Start of STORED DATA

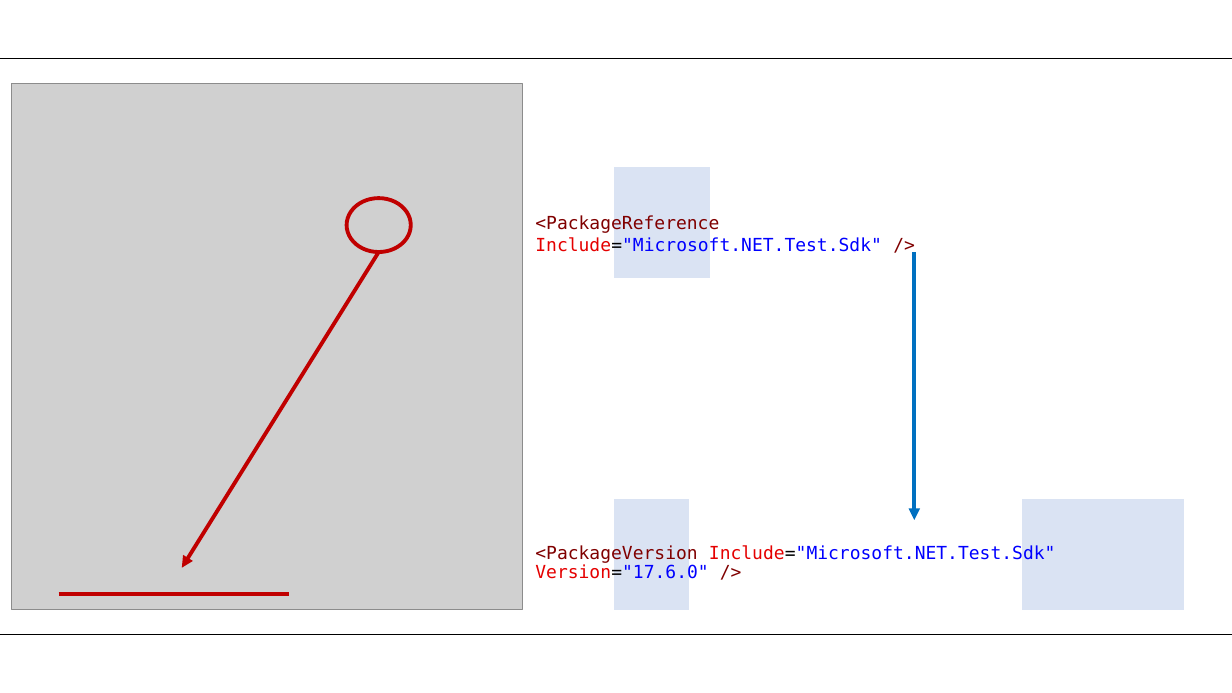
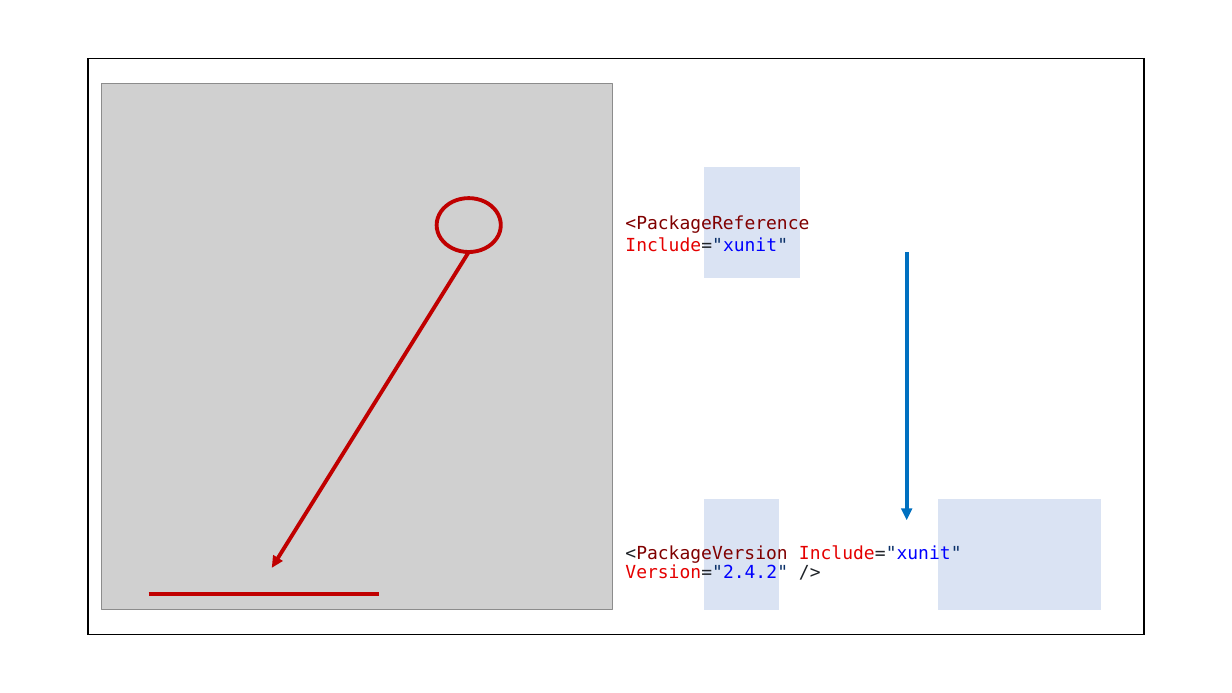
Before and after one commit to hhko/beyondcode, a slide deck: slide 19 of README.pptx. Drawn at 1232x693 pixels with LibreOffice and Linux fonts; fonts in the diff are those of the drawing; grey boxes stand for pictures. Boxes give left, top, right and bottom in pixels: in the first picture for what was removed or moved away, otherwise in the second. Text is boxed around its words. In the diff, an @@ line names an element or a change of style, - is before the commit and + after.

```diff
--- a/README.pptx
+++ b/README.pptx
@@ rectangle "`": place and size @@
-rectangle "`" at [0, 58, 1232, 634]
+rectangle "`" at [89, 58, 1144, 634]
@@ 2 rectangles, 1 picture, 1 arrow, 1 line, 1 ellipse: place and size @@
-2 rectangles, 1 picture, 1 arrow, 1 line, 1 ellipse at [11, 84, 710, 610]
+2 rectangles, 1 picture, 1 arrow, 1 line, 1 ellipse at [102, 84, 799, 610]
@@ text at [625, 215, 809, 252]: text changed; text colour #0000FF to #800000 @@
-<PackageReference Include="Microsoft.NET.Test.Sdk" />
+<PackageReference Include="xunit"
@@ arrow moved from (915, 252) - (915, 520) to (907, 252) - (907, 520) @@
@@ rectangle: place and size @@
-rectangle at [1022, 500, 1183, 610]
+rectangle at [939, 500, 1100, 610]
@@ text at [625, 545, 962, 579]: text changed; text colour #0000FF to #800000 @@
-<PackageVersion Include="Microsoft.NET.Test.Sdk" Version="17.6.0" />
+<PackageVersion Include="xunit" Version="2.4.2" />
```
Also in this commit, not shown: 3 other files.
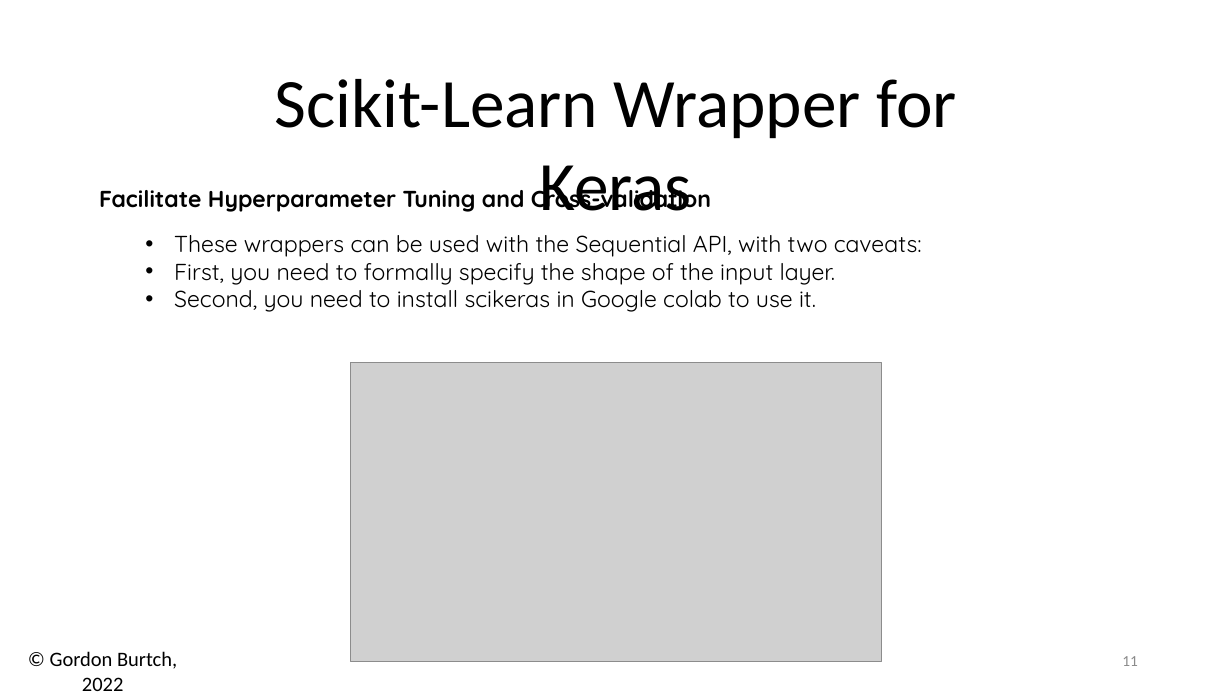
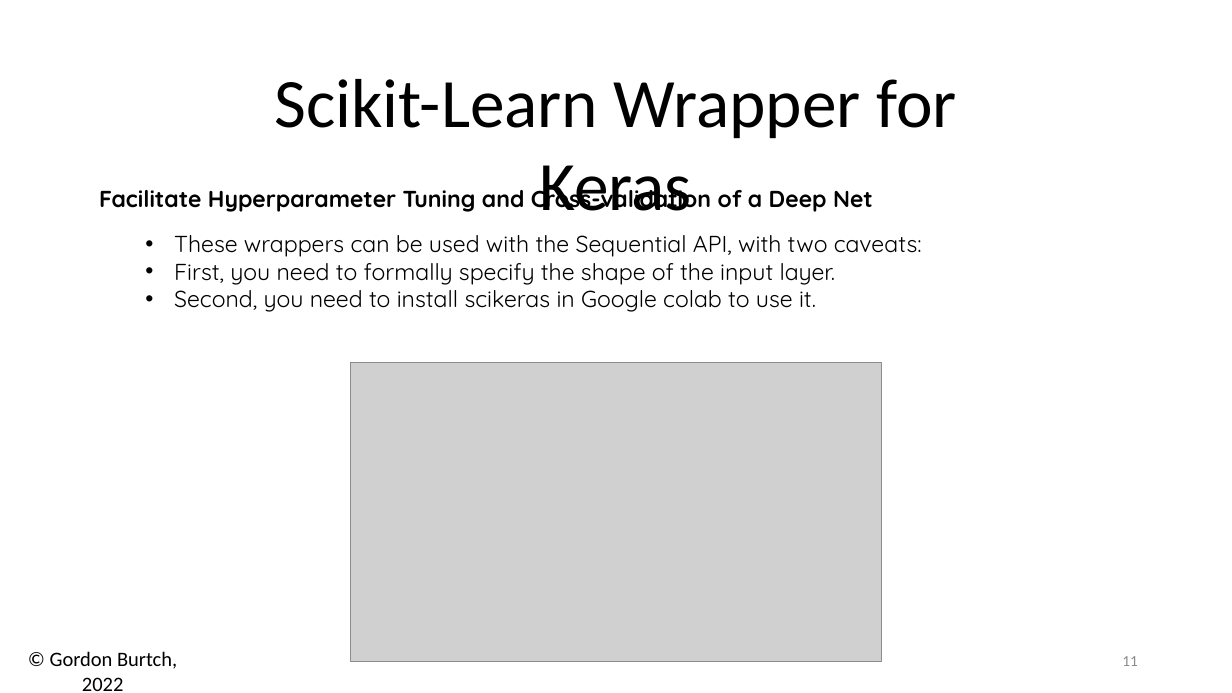
Before and after one commit to ymei9/BA865-2022, a slide deck: slide 11 of Week 3/03 - Model Fitting.pptx. Drawn at 1232x693 pixels with LibreOffice and Linux fonts; fonts in the diff are those of the drawing; grey boxes stand for pictures. Boxes give left, top, right and bottom in pixels: in the first picture for what was removed or moved away, otherwise in the second. Text is boxed around its words. In the diff, an @@ line names an element or a change of style, - is before the commit and + after.

```diff
--- a/Week 3/03 - Model Fitting.pptx
+++ b/Week 3/03 - Model Fitting.pptx
@@ text at [99, 183, 873, 212]: text changed @@
-Facilitate Hyperparameter Tuning and Cross-validation
+Facilitate Hyperparameter Tuning and Cross-validation of a Deep Net
```
Also in this commit, not shown: 4 other files.

End of STORED DATA

_ABOUT THIS TASK_
Pick out and copy the lines of the entries that hold the string "PackageReference".

_SOLVED PROBLEM_
-<PackageReference Include="Microsoft.NET.Test.Sdk" />
+<PackageReference Include="xunit"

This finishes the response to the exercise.